Slashdot Mirror

← Back to Stories (view on slashdot.org)

WordPress 2.3 Does Not Spy On Users [UPDATED]

Posted by kdawson on from the if-you-don't-like-it-fork-it dept.

Marilyn Miller writes "Popular open-source blogging engine WordPress has been upgraded to 2.3 — with some unexpected nasties in the mix. As of version 2.3, WordPress now periodically (every 12 hours) sends personally identifying information (blog name & URI) to the mothership, along with an alarming amount of information including $_SERVER dumps, a list of installed plugins, and your current PHP/MySQL settings. Most unfortunately, it does not provide any way of disabling this functionality, and WordPress does not have any privacy policy protecting this information. In a thread about the issue, lead developer Matt Mullenweg defends his actions and staunchly refuses to add an opt-in interface, telling users to 'fork WordPress' if they aren't willing to put up with this behavior." Update: 09/25 17:52 GMT by KD : This article is misleading enough to be called "just wrong." Matt Mullenweg writes: "As mentioned in our release announcement, the update notification sends your blog URL, plugins, and version info when it checks api.wordpress.org for new and compatible updates. It does not include $_SERVER dumps, or any settings beyond version numbers (for checking compatibility), or your blog name, or your credit card number. We do provide a way of disabling this feature; in fact I link to one of the plugins in the release announcement and in my original response to Morty's thread."

3 of 229 comments (clear)

  1. well by stoolpigeon · · Score: 4, Interesting

    one way to disable it is to go into the code and remove the offending portion. couldn't be that hard to do. and once somebody does it and posts instructions, it gets even simpler. no reason to fork the project.
     
    and wordpress isn't that complicated that this is something that no one but the most hard core will do. tons of wordpress users regularly go in and tweak it for their own uses. i haven't moved to this new versions with my site yet - i always wait a bit for things to shake out, and stuff like this is why. when i do upgrade, i'll just fix my install.

    --
    It's hard to believe that's how Micronians are made.
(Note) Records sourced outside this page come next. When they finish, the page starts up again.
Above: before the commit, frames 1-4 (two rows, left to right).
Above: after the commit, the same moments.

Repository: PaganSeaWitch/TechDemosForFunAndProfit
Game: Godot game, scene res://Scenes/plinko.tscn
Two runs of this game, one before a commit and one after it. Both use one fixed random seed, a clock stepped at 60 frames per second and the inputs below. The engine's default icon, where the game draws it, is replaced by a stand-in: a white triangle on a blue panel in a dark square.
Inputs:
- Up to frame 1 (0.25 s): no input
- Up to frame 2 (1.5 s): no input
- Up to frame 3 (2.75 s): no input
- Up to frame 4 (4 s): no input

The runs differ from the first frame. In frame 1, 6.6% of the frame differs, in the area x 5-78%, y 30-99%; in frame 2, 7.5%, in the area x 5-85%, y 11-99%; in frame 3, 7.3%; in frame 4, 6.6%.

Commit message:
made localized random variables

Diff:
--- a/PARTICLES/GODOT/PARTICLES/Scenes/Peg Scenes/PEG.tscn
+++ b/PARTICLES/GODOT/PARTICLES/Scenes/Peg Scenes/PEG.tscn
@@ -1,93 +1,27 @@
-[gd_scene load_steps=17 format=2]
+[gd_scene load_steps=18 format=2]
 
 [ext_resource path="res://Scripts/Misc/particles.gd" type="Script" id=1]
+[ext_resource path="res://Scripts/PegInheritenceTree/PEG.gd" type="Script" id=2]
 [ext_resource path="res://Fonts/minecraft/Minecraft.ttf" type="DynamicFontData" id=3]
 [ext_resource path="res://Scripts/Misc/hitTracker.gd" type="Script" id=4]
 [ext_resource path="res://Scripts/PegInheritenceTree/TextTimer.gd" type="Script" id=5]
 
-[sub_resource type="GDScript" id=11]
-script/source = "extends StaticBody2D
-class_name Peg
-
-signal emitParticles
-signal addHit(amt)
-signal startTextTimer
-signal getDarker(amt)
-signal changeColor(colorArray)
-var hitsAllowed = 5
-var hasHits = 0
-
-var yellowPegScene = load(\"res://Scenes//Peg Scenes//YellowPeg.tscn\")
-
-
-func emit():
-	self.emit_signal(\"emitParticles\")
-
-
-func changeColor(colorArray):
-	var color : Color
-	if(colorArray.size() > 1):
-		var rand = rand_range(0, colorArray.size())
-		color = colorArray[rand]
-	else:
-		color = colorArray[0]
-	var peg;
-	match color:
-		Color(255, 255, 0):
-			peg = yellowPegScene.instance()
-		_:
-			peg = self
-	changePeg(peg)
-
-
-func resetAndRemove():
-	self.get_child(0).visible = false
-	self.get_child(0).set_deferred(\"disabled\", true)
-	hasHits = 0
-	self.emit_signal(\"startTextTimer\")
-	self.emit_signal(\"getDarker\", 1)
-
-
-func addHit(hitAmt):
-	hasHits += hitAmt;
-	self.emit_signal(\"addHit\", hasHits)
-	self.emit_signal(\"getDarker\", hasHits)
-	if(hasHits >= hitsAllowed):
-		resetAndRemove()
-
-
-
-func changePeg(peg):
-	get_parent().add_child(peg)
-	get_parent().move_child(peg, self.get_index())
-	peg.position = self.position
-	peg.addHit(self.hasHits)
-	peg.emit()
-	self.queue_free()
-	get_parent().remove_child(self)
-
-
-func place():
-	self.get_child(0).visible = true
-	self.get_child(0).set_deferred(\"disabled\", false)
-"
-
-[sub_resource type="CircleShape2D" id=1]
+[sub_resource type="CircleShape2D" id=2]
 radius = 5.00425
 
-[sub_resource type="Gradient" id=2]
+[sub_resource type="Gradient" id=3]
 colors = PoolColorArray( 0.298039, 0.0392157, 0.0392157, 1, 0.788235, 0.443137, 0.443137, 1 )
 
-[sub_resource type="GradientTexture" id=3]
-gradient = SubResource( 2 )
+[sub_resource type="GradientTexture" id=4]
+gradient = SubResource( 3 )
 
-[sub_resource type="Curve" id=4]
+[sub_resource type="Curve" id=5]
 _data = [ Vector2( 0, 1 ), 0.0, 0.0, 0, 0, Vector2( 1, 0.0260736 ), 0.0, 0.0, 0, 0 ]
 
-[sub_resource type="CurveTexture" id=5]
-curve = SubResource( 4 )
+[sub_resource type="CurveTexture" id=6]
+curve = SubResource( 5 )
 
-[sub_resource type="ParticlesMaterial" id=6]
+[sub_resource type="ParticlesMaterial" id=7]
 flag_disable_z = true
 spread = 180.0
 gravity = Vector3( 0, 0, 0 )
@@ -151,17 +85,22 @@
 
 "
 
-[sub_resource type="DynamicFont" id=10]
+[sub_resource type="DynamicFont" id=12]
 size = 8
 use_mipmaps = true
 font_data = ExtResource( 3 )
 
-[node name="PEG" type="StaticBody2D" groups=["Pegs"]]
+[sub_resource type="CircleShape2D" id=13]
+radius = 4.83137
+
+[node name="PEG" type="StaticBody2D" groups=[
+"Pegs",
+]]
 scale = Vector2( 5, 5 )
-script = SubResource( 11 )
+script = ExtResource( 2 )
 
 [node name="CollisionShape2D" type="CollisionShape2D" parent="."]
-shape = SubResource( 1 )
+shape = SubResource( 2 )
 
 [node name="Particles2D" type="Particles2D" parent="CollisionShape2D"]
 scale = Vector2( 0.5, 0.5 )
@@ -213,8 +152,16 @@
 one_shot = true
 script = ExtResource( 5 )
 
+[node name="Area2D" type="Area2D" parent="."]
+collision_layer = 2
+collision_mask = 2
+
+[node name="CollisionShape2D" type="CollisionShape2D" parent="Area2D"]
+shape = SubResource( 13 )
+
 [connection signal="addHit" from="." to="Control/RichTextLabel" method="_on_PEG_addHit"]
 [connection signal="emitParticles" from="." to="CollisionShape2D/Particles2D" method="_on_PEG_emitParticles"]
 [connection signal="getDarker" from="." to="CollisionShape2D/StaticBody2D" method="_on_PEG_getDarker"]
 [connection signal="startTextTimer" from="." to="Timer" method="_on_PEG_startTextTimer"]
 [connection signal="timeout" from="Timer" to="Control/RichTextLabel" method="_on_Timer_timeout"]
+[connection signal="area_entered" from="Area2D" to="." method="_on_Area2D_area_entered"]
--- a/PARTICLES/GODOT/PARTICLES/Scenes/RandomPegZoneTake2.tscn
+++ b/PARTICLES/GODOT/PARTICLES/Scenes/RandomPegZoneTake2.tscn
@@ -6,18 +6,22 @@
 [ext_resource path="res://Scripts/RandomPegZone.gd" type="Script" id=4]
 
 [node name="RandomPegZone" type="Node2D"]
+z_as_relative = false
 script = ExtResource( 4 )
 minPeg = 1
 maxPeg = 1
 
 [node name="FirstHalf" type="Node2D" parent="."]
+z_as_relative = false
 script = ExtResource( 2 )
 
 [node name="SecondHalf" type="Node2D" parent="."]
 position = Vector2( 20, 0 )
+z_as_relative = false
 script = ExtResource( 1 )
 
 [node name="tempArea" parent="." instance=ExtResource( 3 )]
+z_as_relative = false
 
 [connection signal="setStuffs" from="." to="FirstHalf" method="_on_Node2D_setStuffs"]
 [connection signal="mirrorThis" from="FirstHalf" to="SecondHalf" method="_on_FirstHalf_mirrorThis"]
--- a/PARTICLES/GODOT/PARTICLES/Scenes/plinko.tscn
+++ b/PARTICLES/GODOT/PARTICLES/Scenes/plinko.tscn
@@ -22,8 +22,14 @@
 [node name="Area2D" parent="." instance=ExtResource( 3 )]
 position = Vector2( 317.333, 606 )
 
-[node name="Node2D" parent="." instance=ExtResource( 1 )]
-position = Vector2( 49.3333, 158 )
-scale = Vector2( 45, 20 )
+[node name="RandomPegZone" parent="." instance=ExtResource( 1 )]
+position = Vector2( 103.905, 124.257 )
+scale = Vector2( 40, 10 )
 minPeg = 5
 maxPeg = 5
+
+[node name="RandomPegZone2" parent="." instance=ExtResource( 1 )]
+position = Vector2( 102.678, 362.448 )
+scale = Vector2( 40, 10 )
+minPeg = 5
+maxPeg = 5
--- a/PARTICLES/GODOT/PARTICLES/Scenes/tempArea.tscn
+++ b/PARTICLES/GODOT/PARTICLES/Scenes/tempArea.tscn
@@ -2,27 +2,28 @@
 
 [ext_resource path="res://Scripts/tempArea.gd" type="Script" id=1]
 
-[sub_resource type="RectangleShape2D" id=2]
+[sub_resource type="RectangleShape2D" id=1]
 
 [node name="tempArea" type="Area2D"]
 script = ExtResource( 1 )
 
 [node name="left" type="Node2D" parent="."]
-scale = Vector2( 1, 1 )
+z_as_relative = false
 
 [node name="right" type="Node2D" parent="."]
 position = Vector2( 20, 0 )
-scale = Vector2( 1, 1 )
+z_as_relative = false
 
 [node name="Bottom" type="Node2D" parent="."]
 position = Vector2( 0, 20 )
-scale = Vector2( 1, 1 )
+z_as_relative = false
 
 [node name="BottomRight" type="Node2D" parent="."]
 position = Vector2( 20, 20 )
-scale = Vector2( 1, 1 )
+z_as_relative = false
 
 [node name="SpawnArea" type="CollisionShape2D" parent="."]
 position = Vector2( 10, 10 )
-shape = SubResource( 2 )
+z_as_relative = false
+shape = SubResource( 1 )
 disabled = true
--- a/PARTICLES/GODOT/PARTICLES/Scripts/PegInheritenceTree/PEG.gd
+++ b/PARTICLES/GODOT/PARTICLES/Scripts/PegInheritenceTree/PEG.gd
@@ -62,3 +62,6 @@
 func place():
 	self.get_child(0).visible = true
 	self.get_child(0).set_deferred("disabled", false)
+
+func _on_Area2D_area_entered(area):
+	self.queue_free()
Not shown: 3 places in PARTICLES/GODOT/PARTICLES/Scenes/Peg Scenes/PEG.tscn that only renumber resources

Why don't we see it right now by having you both kiss one another?
  2. Pyblosxom by Marcion · · Score: 4, Interesting

    Well if anyone is looking for an alternate upgrade path, I 'upgraded' my blog from Wordpress 2.2 to Pyblosxom and am really enjoying using it:
    - its really light and fast
    - I can edit posts in a text editor rather than a web based interface
    - its in Python and very easy to customise
    - theming far simpler, just rip your HTML template into a header and footer, rather than having to make 12 files with Wordpress.

    Plug over... Move along...

    --
    My little Linux and tech blog
  3. Alternatives, in that case? by Spy+der+Mann · · Score: 4, Interesting
    Wow - to think that such a popular blogging engine is so flawed...
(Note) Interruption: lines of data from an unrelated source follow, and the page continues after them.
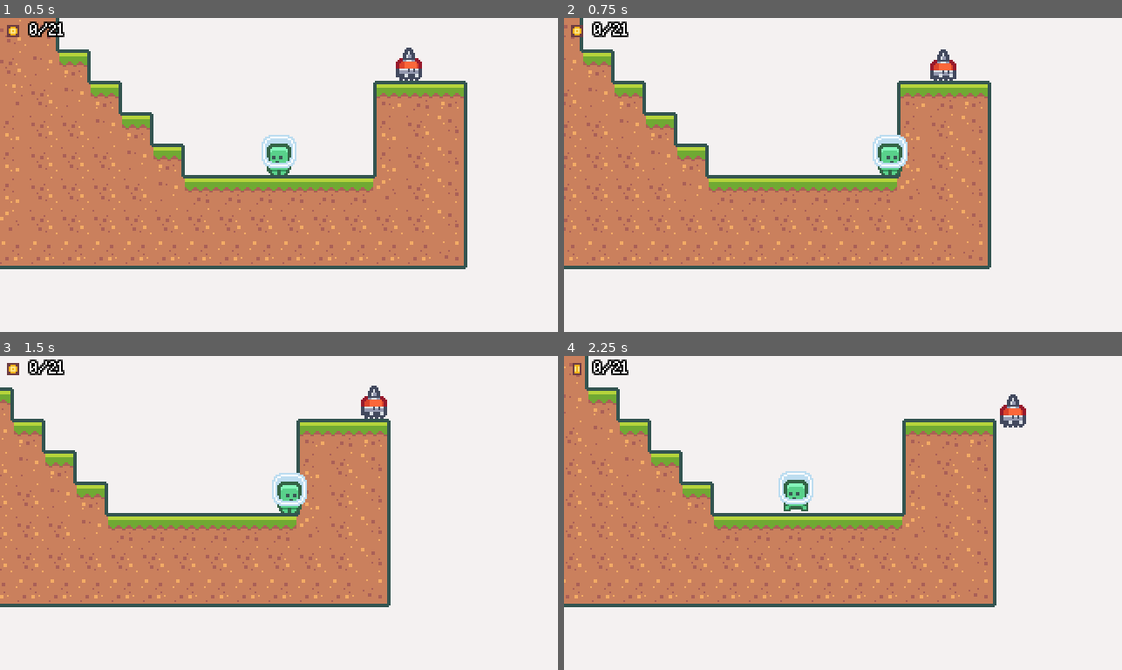
Above: before the commit, frames 1-4 (two rows, left to right).
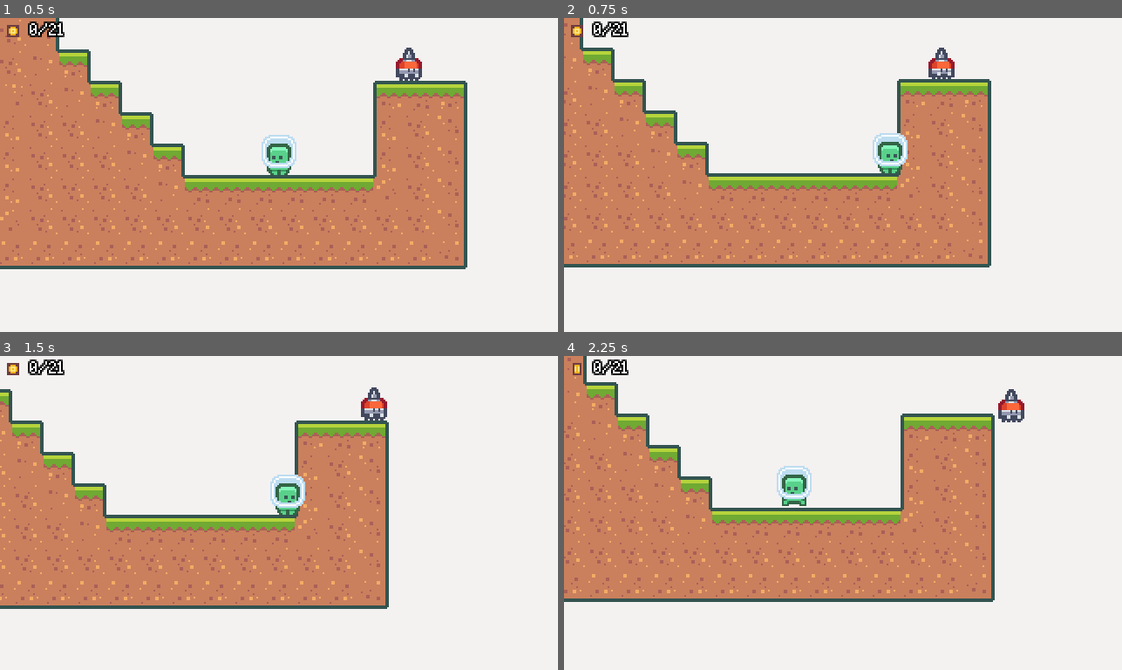
Above: after the commit, the same moments.

Repository: edivancamargo/2DPlatformerUdemy
Game: Godot game, scene res://src/scenes/Main.tscn
The game is run twice, just before and just after one commit, with the same random seed, the same clock (stepped at 60 frames per second) and the same inputs.
Inputs:
- Up to frame 1 (0.5 s): no input
- Up to frame 2 (0.75 s): hold Right (move_right) from 0.53 s (still down); tap R (dash) at 0.6 s
- Up to frame 3 (1.5 s): keep holding Right (move_right); tap Space (jump) at 0.77 s; tap R (dash) at 1.35 s
- Up to frame 4 (2.25 s): tap Space (jump) at 1.52 s; release Right (move_right) at 2.03 s; hold Left (move_left) from 2.03 s (still down); tap R (dash) at 2.1 s

Frame 1 is identical in both runs. In frame 2, 5.9% of the frame differs, in the area x 0-77%, y 1-80%; in frame 3, 6.6%; in frame 4, 12%, in the area x 0-83%, y 0-80%.

Commit message:
Camera connect to the signal manager and listen by apply_camera_shake signal

Diff:
--- a/src/scenes/GameCamera/GameCamera.gd
+++ b/src/scenes/GameCamera/GameCamera.gd
@@ -13,12 +13,13 @@
 var xNoisePosition := Vector2.ZERO
 var yNoisePosition := Vector2.ZERO
 var noiseTravelRate: int = 500
-var maxShakeOffset: int = 4
+var maxShakeOffset: int = 10
 var currentShakePercentage: float = 0
-var shakeDecay: int = 4
+var shakeDecay: int = 3
 
 func _ready() -> void:
 	VisualServer.set_default_clear_color(backgroundColor)
+	SignalServiceManager.connect("apply_camera_shake", self, "on_apply_camera_shake")
 
 func _process(delta) -> void:
 #	This is not right, we shouldn't be calling get_tree().get_nodes_in_group for every frame...
@@ -44,5 +45,5 @@
 		player = players[0]
 		targetPosition = player.global_position
 
-func apply_shake(percentage: int) -> void:
+func on_apply_camera_shake(percentage: float) -> void:
 	currentShakePercentage = clamp(currentShakePercentage + percentage, 0, 1)

    Anyway, i googled and found this link:

    http://www.mitchelaneous.com/2007/09/19/9-wordpress-alternatives/

    9 WordPress Alternatives

    September 19, 2007 at 7:16 am Web Development

    No doubt that WordPress is the king of the hill when it comes to content management these days. It seems like in a lot of people's eyes they can do no wrong. There have to a few other choices out there though right?

    Now don't get me wrong, I am totally happy with Wordpress - but, there are several cool alternatives that might be worth checking out for your next web project.
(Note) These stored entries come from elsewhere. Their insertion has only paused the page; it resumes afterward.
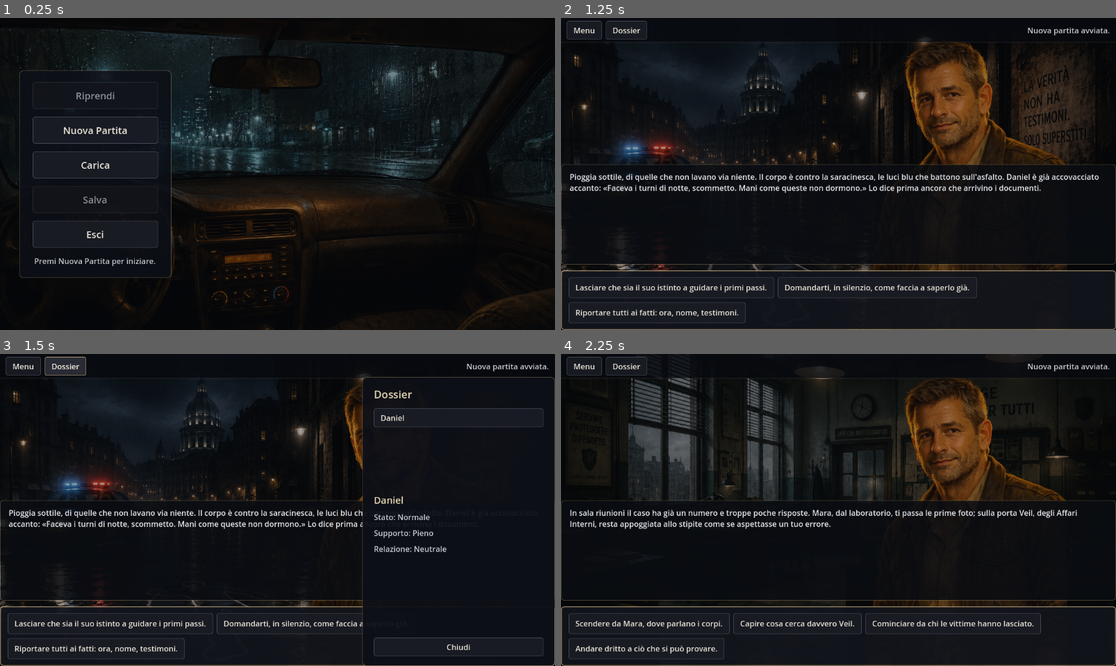
Above: before the commit, frames 1-4 (two rows, left to right).
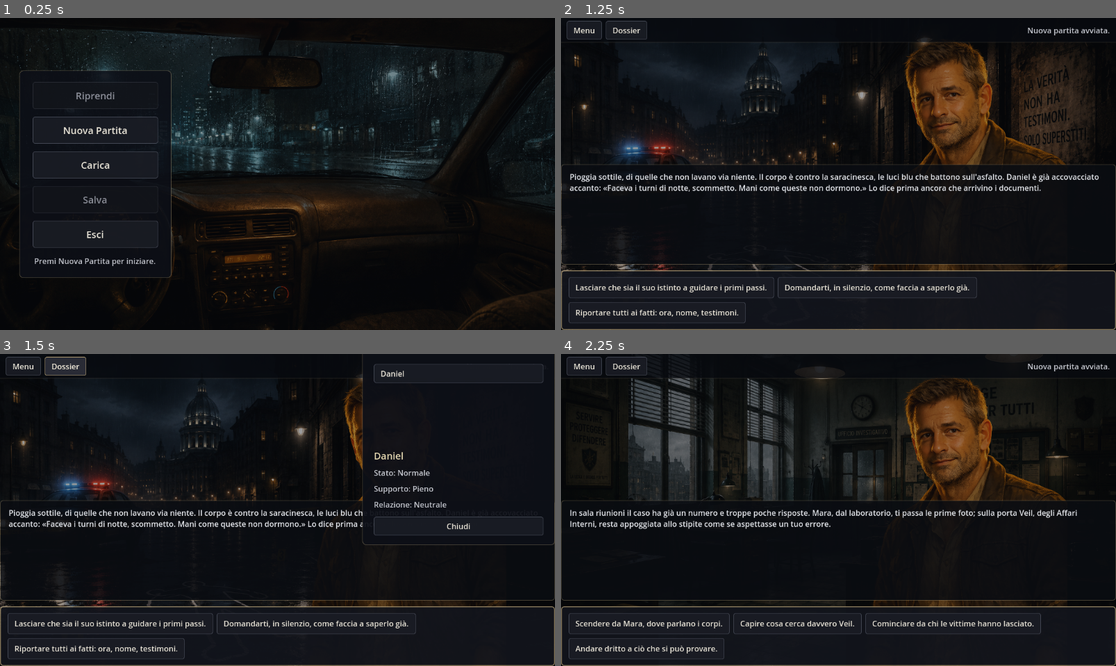
Above: after the commit, the same moments.

Repository: torsifranci2006-ship-it/gioco-test
Game: Godot game, scene res://scenes/main.tscn
Two runs of this game, one before a commit and one after it. Both use one fixed random seed, a clock stepped at 60 frames per second and the inputs below.
Inputs:
- Up to frame 1 (0.25 s): no input
- Up to frame 2 (1.25 s): click "Nuova Partita" at 0.5 s
- Up to frame 3 (1.5 s): click "Dossier" at 1.25 s
- Up to frame 4 (2.25 s): click "Lasciare che sia il suo istin…" at 2 s

Frames 1-2 are identical in both runs. In frame 3, 2.8% of the frame differs, in the area x 65-100%, y 0-100%; in frame 4, nothing differs.

Commit message:
Migliorato sistema dossier

Diff:
--- a/scenes/main.tscn
+++ b/scenes/main.tscn
@@ -526,7 +526,7 @@
 offset_left = -400.0
 offset_top = 48.0
 offset_right = 0.0
-offset_bottom = 0.0
+offset_bottom = -240.0
 grow_horizontal = 0
 grow_vertical = 2
 theme_override_styles/panel = SubResource("sb_ending")
--- a/src/ui/main.gd
+++ b/src/ui/main.gd
@@ -103,6 +103,9 @@
 	_menu_button.pressed.connect(_on_menu)
 	_dossier_button.pressed.connect(_on_open_dossier)
 	_dossier_close_button.pressed.connect(_on_dossier_close)
+	# La sidebar Dossier deve terminare sul bordo superiore di BottomArea, la cui altezza è
+	# dinamica (testo + scelte): la ri-allineiamo a ogni resize di BottomArea (e della finestra).
+	_bottom_area.resized.connect(_sync_dossier_height)
 	_exit_confirm_button.pressed.connect(_on_exit_confirm)
 	_exit_cancel_button.pressed.connect(_on_exit_cancel)
 	_load_cancel_button.pressed.connect(_on_panel_cancel)
@@ -313,12 +316,19 @@
 ## "Dossier" (in gioco): apre la sidebar con i personaggi incontrati. Non tocca il motore e
 ## NON nasconde TopBar/BottomArea: la partita resta visibile dietro la sidebar.
 func _on_open_dossier() -> void:
+	_sync_dossier_height()   # allinea il fondo della sidebar a BottomArea già prima di mostrarla
 	_populate_dossier()
 	_dossier_panel.visible = true
 
 ## "Chiudi": nasconde la sidebar lasciando la partita esattamente com'è.
 func _on_dossier_close() -> void:
 	_dossier_panel.visible = false
+
+## Allinea il bordo INFERIORE della sidebar Dossier al bordo SUPERIORE di BottomArea (zona scena).
+## BottomArea è ancorata in basso e cresce verso l'alto: la sua altezza renderizzata (size.y) varia
+## con testo e scelte, quindi un offset fisso sarebbe fragile. Leggiamo l'altezza reale a runtime.
+func _sync_dossier_height() -> void:
+	_dossier_panel.offset_bottom = -_bottom_area.size.y
 
 ## Popola la lista a sinistra dai dati (già privi di spoiler) forniti da Game; mostra il primo.
 func _populate_dossier() -> void:
Not shown, changed: docs/ui.md

    Drupal - Drupal is a little more of a WordPress on steroids. Lots of goodies and better membership system in place too.

    AJAXPress - A little buggy by looking at the demo but will become a better idea once it has had more time to get polished.

    Textpattern - Flexable and open source blogging solution - much of the same WordPress look and feel.

    Serendipity - This is a PHP-powered weblog application which gives the user an easy way to maintain a weblog or even a complete homepage.

    Joomla - Like Drupal, might be too feature rich for the casual blogging fan - but a good engine for in depth web sites or basic blogs.

    b2evolution - An old one, but still a good one - and can hold it's own weight still with the other selections out there.

    Simplog - Simple, yet powerful - the name says it all here. You want basics without the fluff - go with Simplog.

    Wikiblog - This one tries to mix the blogging and wiki sides of things into an interesting mashup of content creation.

    Sblog - Another one similar to WordPress, looks like it is playing catchup too. Once it gets there though, might be worthy competition.

    There you have it - nine other tools you can use to get your content published and your articles out there to the world. Have one I missed?


    Now, my question is - how secure are they for you, sethawoolley? Which one would you choose?